Yong terpaku mendengarnya. “Apakah aku tidak ada dihatimu?” Li Shuwang menggeleng. “Aku hanya menganggapmu teman,” Yong tersenyum pahit. “Sudahlah Yong jangan memaksakan perasaan Shuwang padamu,” ucap Do Jian penuh penekanan. Alis mata Yong bertaut mendengar perkataan Do Jian. Terutama, dibagian Shuwang. Sejak kapan pria ini dekat dengan Li Shuwang?, batin Yong penasaran.
“Heh, tau apa kamu sampai berani menasihatiku. Kamu baru kenal Li Shuwang sedangkan aku sahabat masa kecilnya,” tukas Yong. “Kamu hanya temannya. Asal kamu tau aku tu …”
Grab!
Li Shuwang menahan lengannya. “Hentikan Do Jian! Aku tak mau ada keributan disini,” ujar Li Shuwang tegas yang diangguki mereka. “Yong terimakasih sudah menjengukku dan mengenai besok mungkin aku akan segera pergi ke Wang Jian Li,” ujar Li Shuwang sedih.
Akhirnya, aku akan pergi meninggalkan nostalgia indah ini, batin Li Shuwang. Yong terdiam ditatapnya lamat Li Shuwang. “Hei, jangan melihatnya seperti itu!” bentak Do Jian. Yong mendengus dan membuang muka.
“Jika kamu pergi besok sebagai sahabatmu aku akan menyiapkan kuda untuk kalian,” ucapnya. “Terimakasih Yong,” seulas senyum terukir dibibir tipisnya. Membuat jantung pria manapun berdetak. Wajah Yong memerah. “Jangan sungkan begitu. Aku dengan senang hati akan menyiapkan segala keperluanmu.”
Do Jian mengepalkan tangan. Giginya bergemulutuk geram. Namun, terbesit sebuah ide di benaknya. Dia menyeringai. “Kalau begitu kami juga membutuhkan uang untuk melanjutkan perjalanan.”
“Tentu saja. Asal itu demi Li Shuwang akan kulakukan,” ucapnya mengecup punggung tangan Li Shuwang.
Cup!
“Kamu …” tunjuk Do Jian kemarahannya sudah memuncak. “Kenapa? Aku hanya melakukannya untuk salam perpisahan sahabatku,” ujar Yong santai. “Tapi, kamu tidak perlu melakukan seperti itu,” Yong mengedikkan bahu.
“Do Jian sudahlah. Lagipula, hari ini terakhir kami bertemu,” ucap Li Shuwang sendu. Do Jian berdecik membuang muka.
…
Suara derap langkah kuda mengiringi perjalanan kami. Aku menghirup napas yang menyejukkan. Mengedarkan pandangan melihat pemandangan di sekitar. Kami menuju arah utara. Sepanjang jalan hanya dataran tandus yang kami lewati.
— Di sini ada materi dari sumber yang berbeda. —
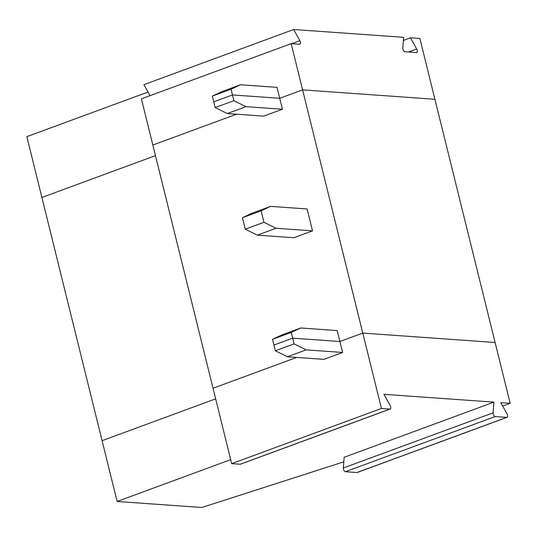 <?xml version="1.0" encoding="UTF-8"?>
<svg xmlns="http://www.w3.org/2000/svg" width="537" height="537" viewBox="0 0 537 537"><rect width="100%" height="100%" fill="white"/><g stroke="black" fill="none" stroke-linecap="round" stroke-linejoin="round"><path stroke-width="0.81" d="M230.702 459.645L117.133 501.477L201.852 507.492L343.808 461.833M117.133 501.477L102.084 440.676L215.652 398.843L102.084 440.676L26.85 136.66L148.011 92.035M306.157 349.869L294.068 343.888L292.652 338.156L339.908 341.512L362.784 333.088L291.161 43.665L141.406 98.821L213.035 388.244L296.713 357.42L213.035 388.244L231.689 463.639L381.445 408.482L362.784 333.088L495.101 342.485L362.784 333.088L339.908 341.512L342.613 352.46L306.157 349.869L287.443 356.763L275.347 350.782L294.068 343.888M275.347 350.782L273.93 345.049L292.652 338.156L339.908 341.512L337.196 330.57L300.74 327.979L282.026 334.873L272.514 339.317L291.235 332.423L300.74 327.979M493.1 412.832L343.344 467.989L344.143 457.289L493.899 402.132L493.1 412.832A2.551 1.262 69.8 0 0 495.174 416.558L506.7 417.377A2.551 1.262 69.8 0 0 506.975 417.343A2.551 1.262 69.8 0 0 506.962 413.812L500.746 402.622L510.15 403.287L419.867 38.469L410.463 37.805L403.388 40.409M343.344 467.989A2.551 1.262 69.8 0 0 345.419 471.714L356.944 472.533A2.551 1.262 69.8 0 0 357.226 472.5L506.975 417.343M493.899 402.132L383.955 394.326L390.171 405.516A2.551 1.262 -110.2 0 1 390.184 409.046L240.435 464.203A2.551 1.262 -110.2 0 1 240.153 464.243L231.689 463.639M390.184 409.046A2.551 1.262 -110.2 0 1 389.909 409.08L381.445 408.482M342.613 352.46L323.898 359.354L287.443 356.763M502.652 406.053L510.15 403.287M240.556 84.765L221.835 91.659L212.323 96.11L231.044 89.216L240.556 84.765L277.011 87.356L279.717 98.298L232.461 94.942L213.739 101.842L212.323 96.11M236.528 114.206L152.844 145.03L236.528 114.206M282.428 109.246L245.973 106.655L227.252 113.549L263.707 116.14L282.428 109.246L279.717 98.298L302.6 89.874L434.916 99.271L302.6 89.874L279.717 98.298L232.461 94.942L231.044 89.216M155.468 155.629L41.899 197.462L155.468 155.629M410.463 37.805L416.678 48.995A2.551 1.262 69.8 0 1 416.692 52.525A2.551 1.262 69.8 0 1 416.417 52.559L404.891 51.74A2.551 1.262 69.8 0 1 402.817 48.008L403.616 37.315L293.672 29.508L143.923 84.665L150.018 95.646M291.161 43.665L299.626 44.262A2.551 1.262 69.8 0 0 299.901 44.229A2.551 1.262 69.8 0 0 299.888 40.698L293.672 29.508M272.514 339.317L273.93 345.049L292.652 338.156L291.235 332.423M312.521 230.85L293.799 237.743L257.344 235.159L245.255 229.178L242.415 217.713L251.927 213.27L270.648 206.376L307.104 208.96L312.521 230.85L276.065 228.265L263.976 222.284L261.136 210.819L270.648 206.376M261.136 210.819L242.415 217.713M245.255 229.178L263.976 222.284M232.461 94.942L213.739 101.842L215.162 107.568L233.877 100.674L232.461 94.942M245.973 106.655L233.877 100.674M227.252 113.549L215.162 107.568M276.065 228.265L257.344 235.159M506.7 417.377L356.944 472.533M495.174 416.558L345.419 471.714M240.153 464.243L389.909 409.08M416.678 48.995L408.523 52.002M291.732 43.705L299.888 40.698"/></g></svg>

Bukan gurun tapi sebuah desa tertinggal. Bangunannya sudah runtuh dan menyisakan lahan kosong. “Shuwang, apa kamu lelah?” aku menggeleng. “Do Jian bisakah aku bertanya?”
Aku sangat penasaran kenapa sejak bertemu Do Jian memanggilku Shuwang. Belum lagi mimpi itu menghampiriku. Dan wajahnya terekam jelas di mimpiku.
“Tentu saja. Katakanlah,” aku menghirup napas dalam. “Kenapa kamu memanggilku Shuwang? Sedangkan yang lain memanggilku Li Shuwang,” langkahnya terhenti wajah sayu dan sedihnya membuatku bersalah. “Apakah aku tidak boleh memanggilmu seperti itu?”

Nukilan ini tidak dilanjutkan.